張神洛站起身,雙手扣在腹部,寒聲道:“如果到了婚期天荒還執迷不悟,我會讓紅月城天翻地覆!”
陳妃看著張神洛雙手的動作,芳心一顫,身體也開始微微顫抖。她沒想到神道會神秘無比的軍師居然親自來到紅月城,並且還如此年輕。她自小在神道會的良人閣長大,聽過無數關於軍師的傳聞,其中一條是——軍師的計劃,從來不曾失敗!
如果軍師想讓紅月城天翻地覆,那……應該也有把握吧?
想到這裡,她有些頹然,軍師說她是天下第一美人,為什麽卻不喜歡她。如果自己成了的女人,豈不是能在神道會呼風喚雨,但軍師為什麽偏偏喜歡上了李明月?
張神洛注意到陳妃身體細微的顫抖,看了看自己的雙手,意識到習慣暴露了自己,問道:“你猜到我的身份了?”
陳妃很想否認,但她知道自己的心思逃不過軍師的法眼,只能誠實的說:“是的,軍師。”
微微皺了皺眉,張神洛道:“不要叫我軍師,叫我張神洛,另外,在明月那裡,也不能透露我的身份,包括我是神道會的人都不能說。在她面前,你只需要知道我的名字,以及我拜托你幫我們傳話。至於我為什麽會信任你,你自己想,想清楚了先告訴我。給你個提示,盡量找出能發揮你優勢的理由,並且盡量往葉宿身上靠。”
語畢,張神洛緩緩向外面走去,手碰到門栓的時候突然頓住,不動聲色道:“我是為你好才幫你選擇了葉宿,跟著他絕不會辱沒你。如果你對皇權皇宮有憧憬,我允許你第一個任務失敗,甚至允許你立即回神道會。但是,你的下一個任務至少要在五年之後,那時你可能會更成熟,更貌美如花,只是,你將永遠失去葉宿。”
說完,張神洛頭也不回的離開。陳妃愣在原地,臉色陰晴不定,她對葉宿的感覺一半是真心,一半是假意。皇宮皇權,她的確曾經非常向往,但是,連在神道會的良人閣生存都有些吃力,她又有什麽信心笑傲后宮三千佳麗?一張足以令大部分男人神魂顛倒的絕世容顏和曼妙妖嬈的身體?面對男人的狠心和女人的惡毒,這些遠遠不夠。
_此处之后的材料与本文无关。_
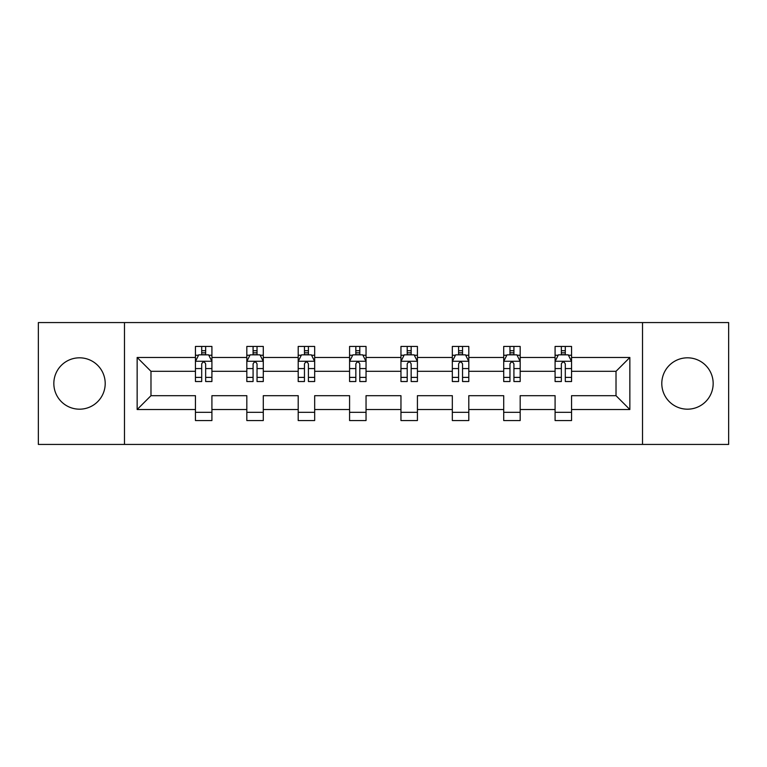 <?xml version="1.0" encoding="UTF-8"?>
<svg xmlns="http://www.w3.org/2000/svg" width="767" height="767" viewBox="0 0 767 767"><rect width="100%" height="100%" fill="white"/><g stroke="black" fill="none" stroke-linecap="round" stroke-linejoin="round"><path stroke-width="1.15" d="M687.481 357.815A25.685 25.685 0 0 0 661.796 383.5A25.685 25.685 0 0 0 687.481 409.185A25.685 25.685 0 0 0 713.166 383.5A25.685 25.685 0 0 0 687.481 357.815M79.519 357.815A25.685 25.685 0 0 0 53.834 383.5A25.685 25.685 0 0 0 79.519 409.185A25.685 25.685 0 0 0 105.204 383.5A25.685 25.685 0 0 0 79.519 357.815M642.525 322.571L38.35 322.571L38.35 444.429L728.65 444.429L728.65 322.571L642.525 322.571L642.525 444.429M571.559 409.52L571.559 395.686L616.016 395.686L629.851 409.52L571.559 409.52L571.559 420.556L555.087 420.556L555.087 409.52L520.179 409.52L520.179 420.556L503.708 420.556L503.708 409.52L468.8 409.52L468.8 420.556L452.329 420.556L452.329 409.52L417.421 409.52L417.421 420.556L400.959 420.556L400.959 409.52L366.041 409.52L366.041 420.556L349.579 420.556L349.579 409.52L314.671 409.52L314.671 420.556L298.2 420.556L298.2 409.52L263.292 409.52L263.292 420.556L246.821 420.556L246.821 409.52L211.913 409.52L211.913 420.556L195.441 420.556L195.441 409.52L137.149 409.52L137.149 357.48L195.441 357.48L195.441 346.444L211.913 346.444L211.913 357.48L246.821 357.48L246.821 346.444L263.292 346.444L263.292 357.48L298.2 357.48L298.2 346.444L314.671 346.444L314.671 357.48L349.579 357.48L349.579 346.444L366.041 346.444L366.041 357.48L400.959 357.48L400.959 346.444L417.421 346.444L417.421 357.48L452.329 357.48L452.329 346.444L468.8 346.444L468.8 357.48L503.708 357.48L503.708 346.444L520.179 346.444L520.179 357.48L555.087 357.48L555.087 346.444L571.559 346.444L571.559 357.48L629.851 357.48L629.851 409.52M124.475 444.429L124.475 322.571M555.087 357.48L555.087 371.314L520.179 371.314L520.179 357.48M520.179 409.52L520.179 395.686L555.087 395.686L555.087 409.52M503.708 357.48L503.708 371.314L468.8 371.314L468.8 357.48M468.8 409.52L468.8 395.686L503.708 395.686L503.708 409.52M452.329 357.48L452.329 371.314L417.421 371.314L417.421 357.48M417.421 409.52L417.421 395.686L452.329 395.686L452.329 409.52M400.959 357.48L400.959 371.314L366.041 371.314L366.041 357.48M366.041 409.52L366.041 395.686L400.959 395.686L400.959 409.52M349.579 357.48L349.579 371.314L314.671 371.314L314.671 357.48M314.671 409.52L314.671 395.686L349.579 395.686L349.579 409.52M298.2 357.48L298.2 371.314L263.292 371.314L263.292 357.48M263.292 409.52L263.292 395.686L298.2 395.686L298.2 409.52M246.821 357.48L246.821 371.314L211.913 371.314L211.913 357.48M211.913 409.52L211.913 395.686L246.821 395.686L246.821 409.52M195.441 357.48L195.441 371.314L150.984 371.314L150.984 395.686L195.441 395.686L195.441 409.52M137.149 357.48L150.984 371.314M616.016 395.686L616.016 371.314L571.559 371.314L571.559 357.48M561.348 354.68L565.298 354.68M509.969 354.68L513.919 354.68M458.589 354.68L462.539 354.68M407.21 354.68L411.16 354.68M355.84 354.68L359.79 354.68M304.461 354.68L308.411 354.68M253.081 354.68L257.031 354.68M201.702 354.68L205.652 354.68M195.441 412.32L211.913 412.32M246.821 412.32L263.292 412.32M298.2 412.32L314.671 412.32M349.579 412.32L366.041 412.32M400.959 412.32L417.421 412.32M452.329 412.32L468.8 412.32M503.708 412.32L520.179 412.32M555.087 412.32L571.559 412.32M150.984 395.686L137.149 409.52M629.851 357.48L616.016 371.314M205.652 350.73L201.702 350.73M198.538 355.246L195.441 355.246L195.441 346.444L201.702 346.444L195.441 346.444M195.441 377.393L195.441 381.525L201.702 381.525L201.702 377.393L195.441 377.393L195.441 371.314M211.913 371.314L211.913 381.525L205.652 381.525L205.652 363.903C204.338 361.362 203.025 361.362 201.702 363.903L201.702 377.393M208.816 355.246L211.913 355.246L211.913 346.444L205.652 346.444L211.913 346.444M211.913 361.43L208.624 354.843L198.739 354.843L195.441 361.43M201.702 354.843L201.702 346.444M205.652 346.444L205.652 354.843M257.031 350.73L253.081 350.73M249.917 355.246L246.821 355.246L246.821 346.444L253.081 346.444L246.821 346.444M246.821 377.393L246.821 381.525L253.081 381.525L253.081 377.393L246.821 377.393L246.821 371.314M263.292 371.314L263.292 381.525L257.031 381.525L257.031 363.903C255.718 361.362 254.404 361.362 253.081 363.903L253.081 377.393M260.195 355.246L263.292 355.246L263.292 346.444L257.031 346.444L263.292 346.444M263.292 361.43L259.994 354.843L250.119 354.843L246.821 361.43M253.081 354.843L253.081 346.444M257.031 346.444L257.031 354.843M308.411 350.73L304.461 350.73M301.297 355.246L298.2 355.246L298.2 346.444L304.461 346.444L298.2 346.444M298.2 377.393L298.2 381.525L304.461 381.525L304.461 377.393L298.2 377.393L298.2 371.314M314.671 371.314L314.671 381.525L308.411 381.525L308.411 363.903C307.097 361.362 305.774 361.362 304.461 363.903L304.461 377.393M311.575 355.246L314.671 355.246L314.671 346.444L308.411 346.444L314.671 346.444M314.671 361.43L311.373 354.843L301.498 354.843L298.2 361.43M304.461 354.843L304.461 346.444M308.411 346.444L308.411 354.843M359.79 350.73L355.84 350.73M352.676 355.246L349.579 355.246L349.579 346.444L355.84 346.444L349.579 346.444M349.579 377.393L349.579 381.525L355.84 381.525L355.84 377.393L349.579 377.393L349.579 371.314M366.041 371.314L366.041 381.525L359.79 381.525L359.79 363.903C358.467 361.362 357.154 361.362 355.84 363.903L355.84 377.393M362.944 355.246L366.041 355.246L366.041 346.444L359.79 346.444L366.041 346.444M366.041 361.43L362.753 354.843L352.868 354.843L349.579 361.43M355.84 354.843L355.84 346.444M359.79 346.444L359.79 354.843M411.16 350.73L407.21 350.73M404.056 355.246L400.959 355.246L400.959 346.444L407.21 346.444L400.959 346.444M400.959 377.393L400.959 381.525L407.21 381.525L407.21 377.393L400.959 377.393L400.959 371.314M417.421 371.314L417.421 381.525L411.16 381.525L411.16 363.903C409.846 361.362 408.533 361.362 407.21 363.903L407.21 377.393M414.324 355.246L417.421 355.246L417.421 346.444L411.16 346.444L417.421 346.444M417.421 361.43L414.132 354.843L404.247 354.843L400.959 361.43M407.21 354.843L407.21 346.444M411.16 346.444L411.16 354.843M462.539 350.73L458.589 350.73M455.425 355.246L452.329 355.246L452.329 346.444L458.589 346.444L452.329 346.444M452.329 377.393L452.329 381.525L458.589 381.525L458.589 377.393L452.329 377.393L452.329 371.314M468.8 371.314L468.8 381.525L462.539 381.525L462.539 363.903C461.226 361.362 459.912 361.362 458.589 363.903L458.589 377.393M465.703 355.246L468.8 355.246L468.8 346.444L462.539 346.444L468.8 346.444M468.8 361.43L465.502 354.843L455.627 354.843L452.329 361.43M458.589 354.843L458.589 346.444M462.539 346.444L462.539 354.843M513.919 350.73L509.969 350.73M506.805 355.246L503.708 355.246L503.708 346.444L509.969 346.444L503.708 346.444M503.708 377.393L503.708 381.525L509.969 381.525L509.969 377.393L503.708 377.393L503.708 371.314M520.179 371.314L520.179 381.525L513.919 381.525L513.919 363.903C512.605 361.362 511.282 361.362 509.969 363.903L509.969 377.393M517.083 355.246L520.179 355.246L520.179 346.444L513.919 346.444L520.179 346.444M520.179 361.43L516.881 354.843L507.006 354.843L503.708 361.43M509.969 354.843L509.969 346.444M513.919 346.444L513.919 354.843M565.298 350.73L561.348 350.73M558.184 355.246L555.087 355.246L555.087 346.444L561.348 346.444L555.087 346.444M555.087 377.393L555.087 381.525L561.348 381.525L561.348 377.393L555.087 377.393L555.087 371.314M571.559 371.314L571.559 381.525L565.298 381.525L565.298 363.903C563.985 361.362 562.662 361.362 561.348 363.903L561.348 377.393M568.462 355.246L571.559 355.246L571.559 346.444L565.298 346.444L571.559 346.444M571.559 361.43L568.261 354.843L558.376 354.843L555.087 361.43M561.348 354.843L561.348 346.444M565.298 346.444L565.298 354.843M211.826 361.267L195.527 361.267M211.913 377.393L205.652 377.393M201.702 368.563L195.441 368.563M211.913 368.563L205.652 368.563M205.652 352.83L201.702 352.83M263.206 361.267L246.907 361.267M263.292 377.393L257.031 377.393M253.081 368.563L246.821 368.563M263.292 368.563L257.031 368.563M257.031 352.83L253.081 352.83M314.585 361.267L298.286 361.267M314.671 377.393L308.411 377.393M304.461 368.563L298.2 368.563M314.671 368.563L308.411 368.563M308.411 352.83L304.461 352.83M365.964 361.267L349.656 361.267M366.041 377.393L359.79 377.393M355.84 368.563L349.579 368.563M366.041 368.563L359.79 368.563M359.79 352.83L355.84 352.83M417.344 361.267L401.036 361.267M417.421 377.393L411.16 377.393M407.21 368.563L400.959 368.563M417.421 368.563L411.16 368.563M411.16 352.83L407.21 352.83M468.714 361.267L452.415 361.267M468.8 377.393L462.539 377.393M458.589 368.563L452.329 368.563M468.8 368.563L462.539 368.563M462.539 352.83L458.589 352.83M520.093 361.267L503.794 361.267M520.179 377.393L513.919 377.393M509.969 368.563L503.708 368.563M520.179 368.563L513.919 368.563M513.919 352.83L509.969 352.83M571.473 361.267L555.174 361.267M571.559 377.393L565.298 377.393M561.348 368.563L555.087 368.563M571.559 368.563L565.298 368.563M565.298 352.83L561.348 352.83"/></g></svg>

因此, 其實那次犯錯後,陳妃就有些懼怕複雜未知的皇宮,肮髒高貴的皇權。
她告訴自己——一定要抓住葉宿!
於是,張神洛的目的達到了。
……
林晴踏著木梯一步步踏上月塔第二層,走過木梯,再一個轉彎,月塔第二層霍然展現的眼前。
這裡的靈氣驚人的濃鬱,幾乎快化為實質,四周都是暗紅色的迷霧,不至於伸手不見五指,但目力絕不能透過迷霧清清楚楚的看到對面。不遠處矗立著一根一人合抱的紅色木柱,木柱上畫著一些與懸在天上的月亮有關的精美圖案。
月塔第二層的氣氛顯得陰氣森森,林晴微微蹙眉,對這種氣氛很是不喜,繼續小心翼翼往前走。
突然,一道暗紅色的半透明身影從正面殺出,在離林晴一丈處距離高高躍起,靈氣化成的紅色彎月刀舉過頭頂,驀然劈出!